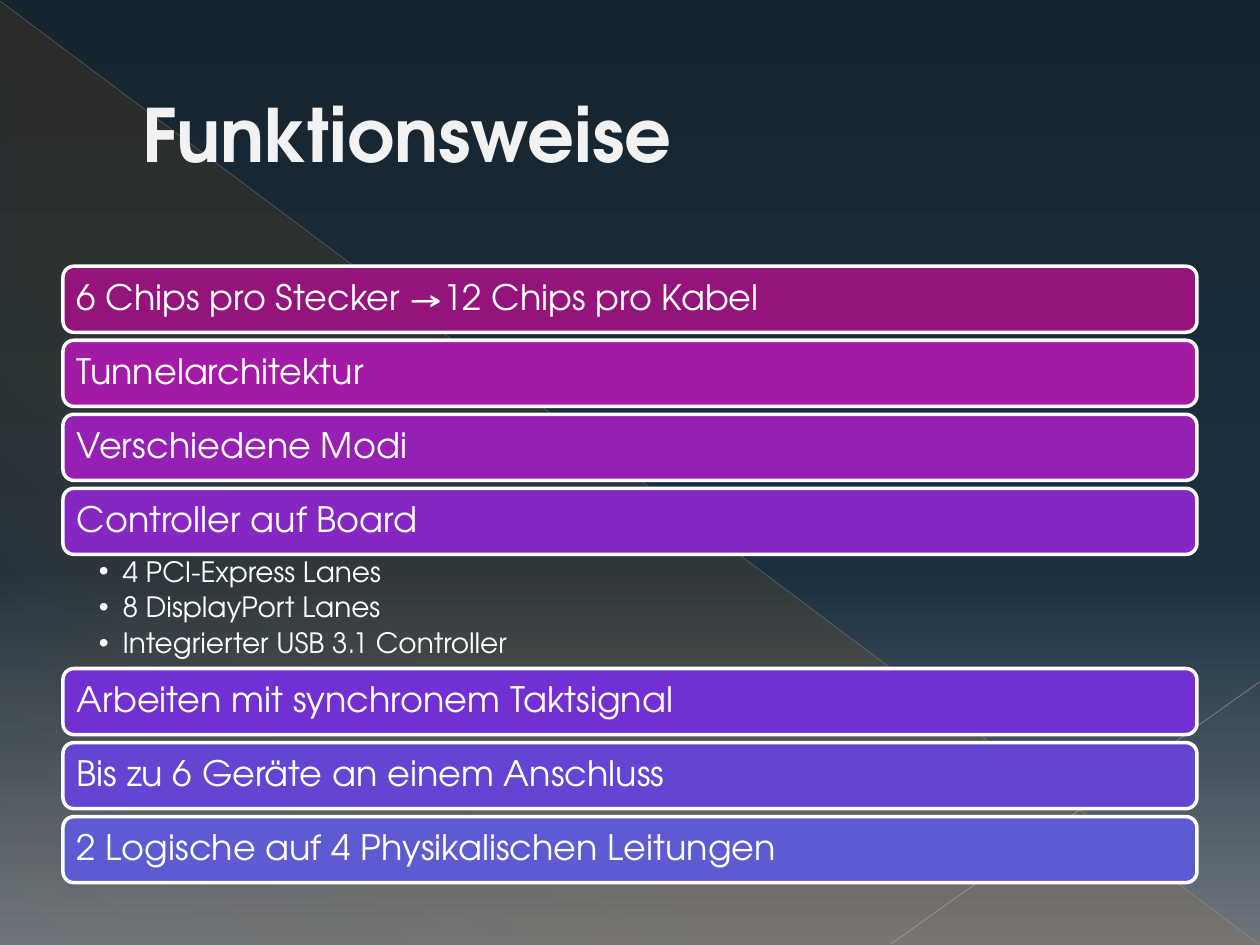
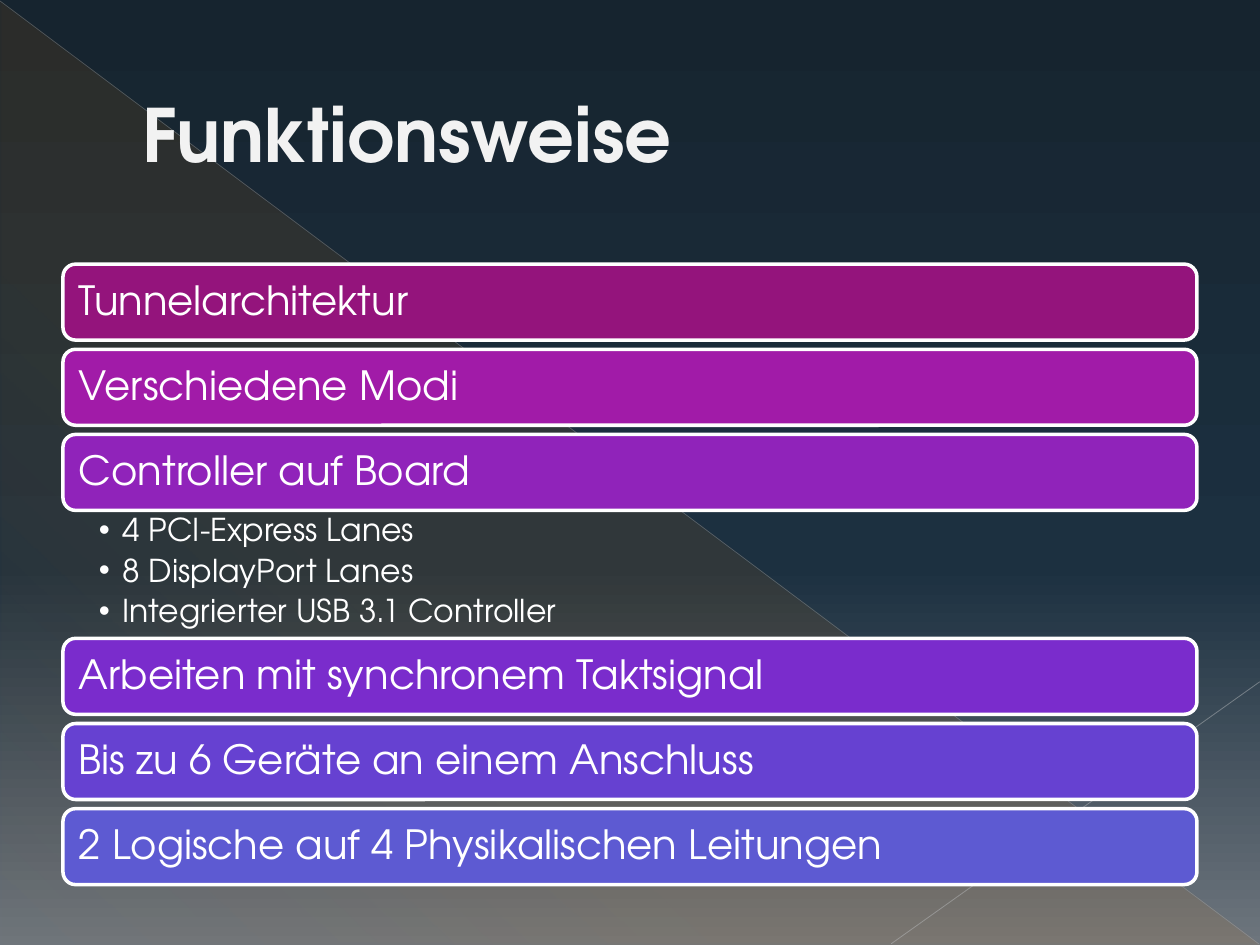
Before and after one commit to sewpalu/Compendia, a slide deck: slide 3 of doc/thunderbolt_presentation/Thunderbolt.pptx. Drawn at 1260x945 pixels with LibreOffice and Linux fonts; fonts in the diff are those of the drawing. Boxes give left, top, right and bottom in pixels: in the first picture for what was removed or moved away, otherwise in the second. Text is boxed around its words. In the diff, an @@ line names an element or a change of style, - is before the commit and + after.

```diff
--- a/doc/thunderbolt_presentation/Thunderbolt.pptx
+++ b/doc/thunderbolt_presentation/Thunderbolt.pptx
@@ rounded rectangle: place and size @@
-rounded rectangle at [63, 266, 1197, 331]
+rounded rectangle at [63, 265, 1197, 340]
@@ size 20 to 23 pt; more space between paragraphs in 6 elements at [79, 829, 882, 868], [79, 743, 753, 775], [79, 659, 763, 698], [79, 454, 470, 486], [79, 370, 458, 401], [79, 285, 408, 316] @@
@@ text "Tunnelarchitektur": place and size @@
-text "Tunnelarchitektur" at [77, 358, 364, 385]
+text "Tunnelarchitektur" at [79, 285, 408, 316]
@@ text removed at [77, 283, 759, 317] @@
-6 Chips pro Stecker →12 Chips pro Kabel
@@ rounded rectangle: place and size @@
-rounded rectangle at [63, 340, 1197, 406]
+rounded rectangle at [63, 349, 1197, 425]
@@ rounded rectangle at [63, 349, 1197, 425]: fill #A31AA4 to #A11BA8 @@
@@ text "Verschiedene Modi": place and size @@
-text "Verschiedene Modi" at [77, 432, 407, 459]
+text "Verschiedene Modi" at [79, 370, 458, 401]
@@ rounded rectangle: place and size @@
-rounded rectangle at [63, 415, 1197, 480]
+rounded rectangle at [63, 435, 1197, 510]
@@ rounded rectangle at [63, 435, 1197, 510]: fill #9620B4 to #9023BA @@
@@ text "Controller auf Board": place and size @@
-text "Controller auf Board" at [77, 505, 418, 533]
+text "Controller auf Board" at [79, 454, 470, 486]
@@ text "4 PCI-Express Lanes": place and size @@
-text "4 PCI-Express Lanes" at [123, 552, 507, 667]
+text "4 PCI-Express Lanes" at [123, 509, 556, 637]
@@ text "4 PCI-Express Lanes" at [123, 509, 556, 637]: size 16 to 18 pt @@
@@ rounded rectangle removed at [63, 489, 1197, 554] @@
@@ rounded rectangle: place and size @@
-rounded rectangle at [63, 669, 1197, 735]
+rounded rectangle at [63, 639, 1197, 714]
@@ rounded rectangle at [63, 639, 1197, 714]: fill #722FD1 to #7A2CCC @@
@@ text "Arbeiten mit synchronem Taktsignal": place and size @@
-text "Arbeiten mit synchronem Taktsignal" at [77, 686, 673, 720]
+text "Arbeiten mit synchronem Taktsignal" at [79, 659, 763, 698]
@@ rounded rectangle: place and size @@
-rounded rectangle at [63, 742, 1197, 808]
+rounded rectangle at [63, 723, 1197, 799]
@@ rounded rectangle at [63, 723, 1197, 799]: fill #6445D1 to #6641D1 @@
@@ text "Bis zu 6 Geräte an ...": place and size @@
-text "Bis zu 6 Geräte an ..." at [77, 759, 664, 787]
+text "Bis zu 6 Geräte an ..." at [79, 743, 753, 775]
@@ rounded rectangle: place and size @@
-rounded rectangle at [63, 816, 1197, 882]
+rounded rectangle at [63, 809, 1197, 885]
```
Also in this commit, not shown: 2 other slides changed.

==

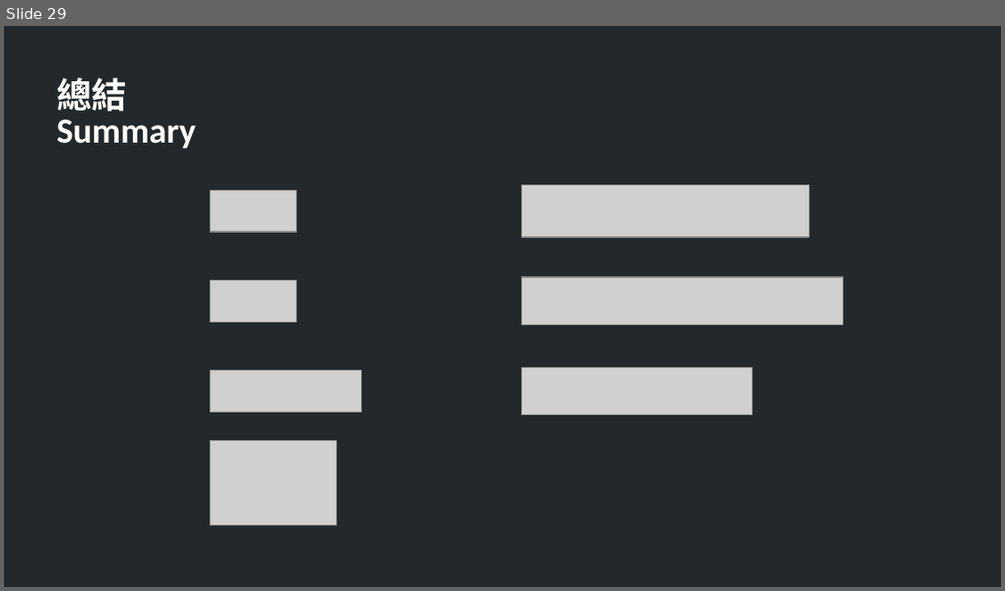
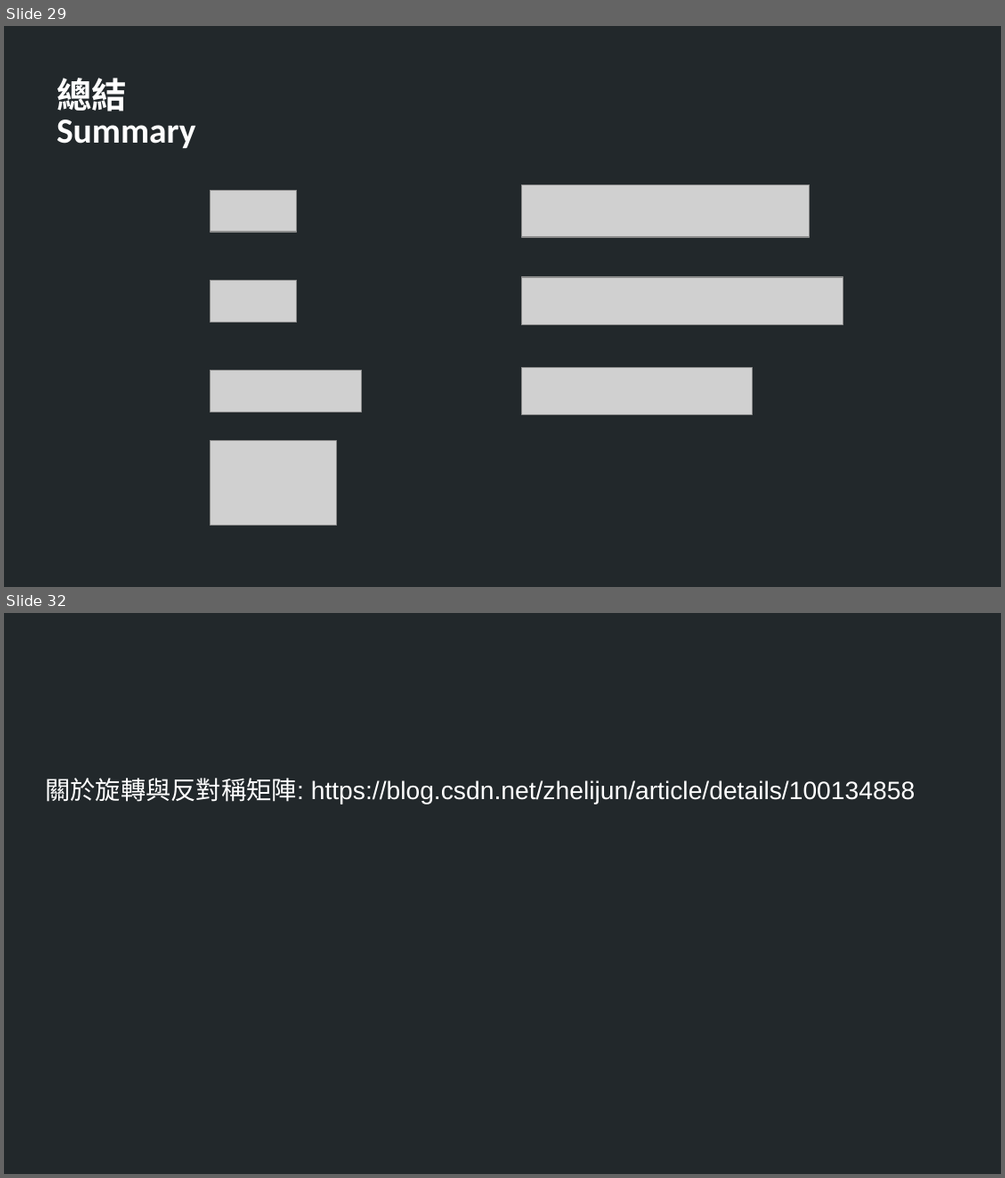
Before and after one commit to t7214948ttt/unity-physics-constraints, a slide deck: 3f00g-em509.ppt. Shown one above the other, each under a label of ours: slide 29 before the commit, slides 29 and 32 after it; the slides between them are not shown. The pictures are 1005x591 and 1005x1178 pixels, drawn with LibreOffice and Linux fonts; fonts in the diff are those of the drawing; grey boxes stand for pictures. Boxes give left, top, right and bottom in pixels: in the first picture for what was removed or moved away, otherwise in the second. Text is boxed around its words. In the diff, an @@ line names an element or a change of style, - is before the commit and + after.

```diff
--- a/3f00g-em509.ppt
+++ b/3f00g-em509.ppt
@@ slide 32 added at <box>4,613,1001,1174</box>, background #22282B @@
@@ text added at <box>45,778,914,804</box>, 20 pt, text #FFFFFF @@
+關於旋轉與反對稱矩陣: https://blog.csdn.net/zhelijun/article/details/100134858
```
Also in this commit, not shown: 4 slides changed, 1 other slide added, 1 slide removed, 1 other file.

◆ **Exercise instructions**: Where the word "fill" appears in a line of the listing, that line is counted once; give the total alone.

◆ **Response to the exercise**: 4